The Politically Incorrect Guide to American History
- Author: Thomas E. Woods
- Language: English
- Series: The Politically Incorrect Guide
- Publisher: Regnery Publishing
- Publication date: December 2004
- Publication place: United States
- Media type: Hardback & Paperback
- Pages: 270
- ISBN: 978-0895260475

= The Politically Incorrect Guide to American History =

2004 book by Thomas E. Woods

The Politically Incorrect Guide to American History is a work of paleoconservative literature covering various issues in U.S. history by Thomas E. Woods, published in December 2004. This book was the first in the Politically Incorrect Guide series published by Regnery Publishing, who view the series as covering topics without consideration for political correctness. The book was present on The New York Times best-seller list for many weeks.

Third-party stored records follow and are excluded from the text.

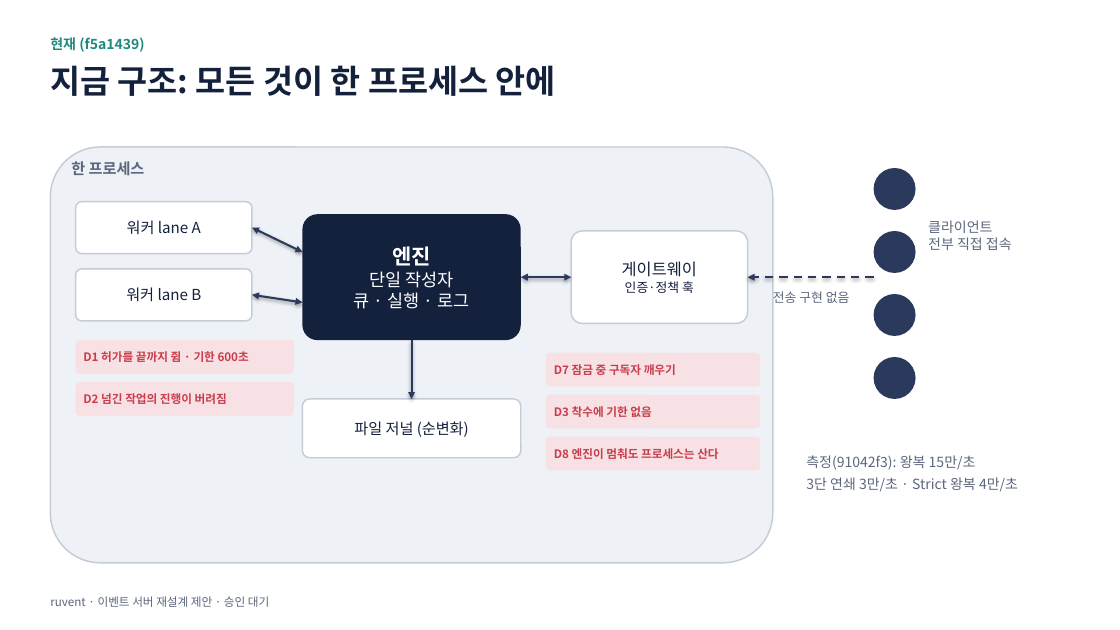
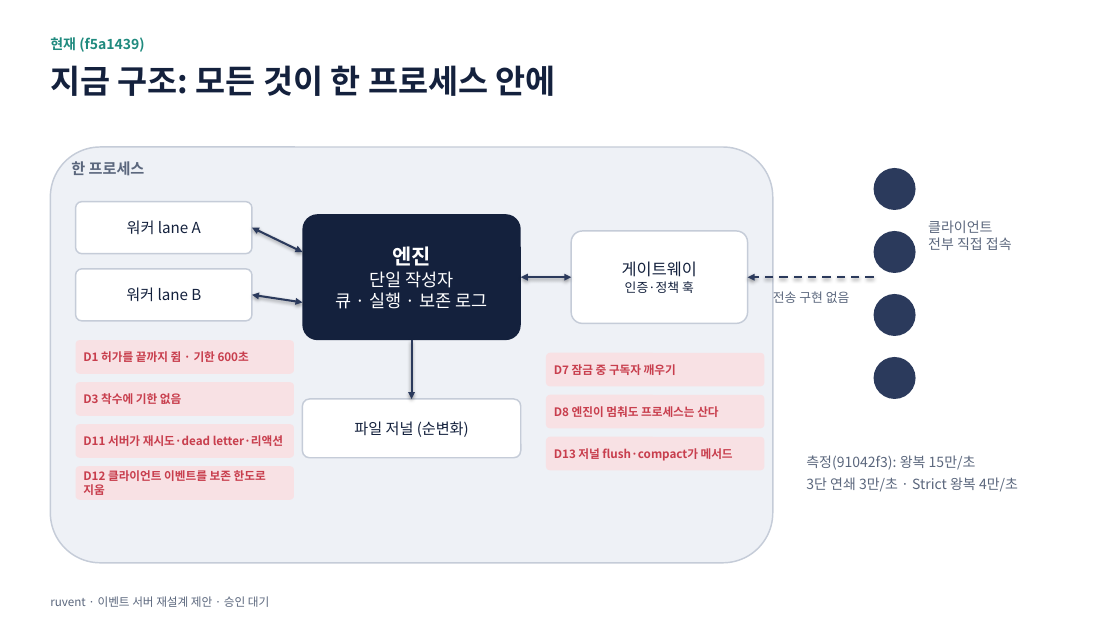
Before and after one commit to hikaMaeng/ruvent, a slide deck: slide 3 of docs/proposals/event-server-redesign.pptx. Drawn at 1120x630 pixels with LibreOffice and Linux fonts; fonts in the diff are those of the drawing. Boxes give left, top, right and bottom in pixels: in the first picture for what was removed or moved away, otherwise in the second. Text is boxed around its words. In the diff, an @@ line names an element or a change of style, - is before the commit and + after.

```diff
--- a/docs/proposals/event-server-redesign.pptx
+++ b/docs/proposals/event-server-redesign.pptx
@@ text in rounded rectangle at [336,292,487,309]: text changed @@
-큐 · 실행 · 로그
+큐 · 실행 · 보존 로그
@@ rounded rectangle "D7 잠금 중 구독자 깨우기": place and size @@
-rounded rectangle "D7 잠금 중 구독자 깨우기" at [546,353,760,386]
+rounded rectangle "D7 잠금 중 구독자 깨우기" at [546,353,765,386]
@@ text in rounded rectangle at [83,393,181,404]: text changed @@
-D2 넘긴 작업의 진행이 버려짐
+D3 착수에 기한 없음
@@ rounded rectangle "D8 엔진이 멈춰도 프로세스는 산다": place and size @@
-rounded rectangle "D8 엔진이 멈춰도 프로세스는 산다" at [546,437,760,471]
+rounded rectangle "D8 엔진이 멈춰도 프로세스는 산다" at [546,395,765,429]
@@ rounded rectangle removed at [546,395,760,429] @@
-D3 착수에 기한 없음
@@ rounded rectangle added at [76,424,294,458], fill #F8E1E4, 10 pt, text #C83E4D, bold @@
+D11 서버가 재시도·dead letter·리액션
@@ rounded rectangle added at [546,437,765,471], fill #F8E1E4, 10 pt, text #C83E4D, bold @@
+D13 저널 flush·compact가 메서드
@@ rounded rectangle added at [76,466,294,500], fill #F8E1E4, 10 pt, text #C83E4D, bold @@
+D12 클라이언트 이벤트를 보존 한도로 지움
```
Also in this commit, not shown: 16 other slides changed, 6 slides added, 6 slides removed, 3 other files.

==Background and contents==
The book challenges modern notions of American history; the author argues, among other viewpoints, that America's founding fathers were conservatives, the War on Poverty made poverty worse and that hundreds of American liberals had ties to the Soviet Union during the McCarthy Era. It also contests the cost-effectiveness of government projects, especially the Transcontinental Railroad.

Various writers have noted pro-Confederate themes in the book. It is described in the book Neo-Confederacy as a "neo-Confederate text" that says slavery was benign. Woods acknowledges Clyde N. Wilson and Donald Livingston as having helped to develop his book.

The book also discusses American foreign policy, and notably claims that the death toll of the Kosovo War was smaller than 2,500.

==Reception==

The book was promoted on Fox News, and was listed on the New York Times Best Seller list for non-fiction books, reaching 8th place in January 2005.

In an editorial in the Times that month, Adam Cohen said "it is tempting to dismiss the book as fringe scholarship, not worth worrying about, but the numbers say otherwise." Cohen described the book as "a checklist of arch-conservative talking points" which opposed civil rights and promoted discredited theories such as nullification.

Council on Foreign Relations senior fellow Max Boot published a critique of the book in The Weekly Standard in February 2005. Boot labeled Woods' pro-secessionist views as a "Bizarro world". Boot also criticized Woods for what he saw as ignoring African Americans' struggle for civil rights and ignoring the fact that Clinton's intervention in the Balkans stopped a potential genocide.

Also in February, libertarian columnist Cathy Young agreed with some of the book's views of free-market economics, but harshly criticized Woods' handling of the topic of slavery: "Unfortunately, whatever solid arguments this book has can only be tainted by association with Woods's ultra-reactionary extremism."

Historian David Greenberg in March dismissed Woods as a "hitherto unknown assistant professor" and his book as "a brisk tour of U.S. history from Colonial to Clintonian times, filtered through a lens of far-right dogma, circa 1939" that is "incorrect in more than just its politics" and that "would be tedious to debunk."

Law professor Eric L. Muller has been frequently cited as a critic of the book, linking its views to the neo-Confederate organization the League of the South. Woods was one of the founding members of the League of the South.

Judge James Haley praised the book in the conservative Weekly Standard as "a compelling rebuttal to the liberal sentiment encrusted upon current history texts."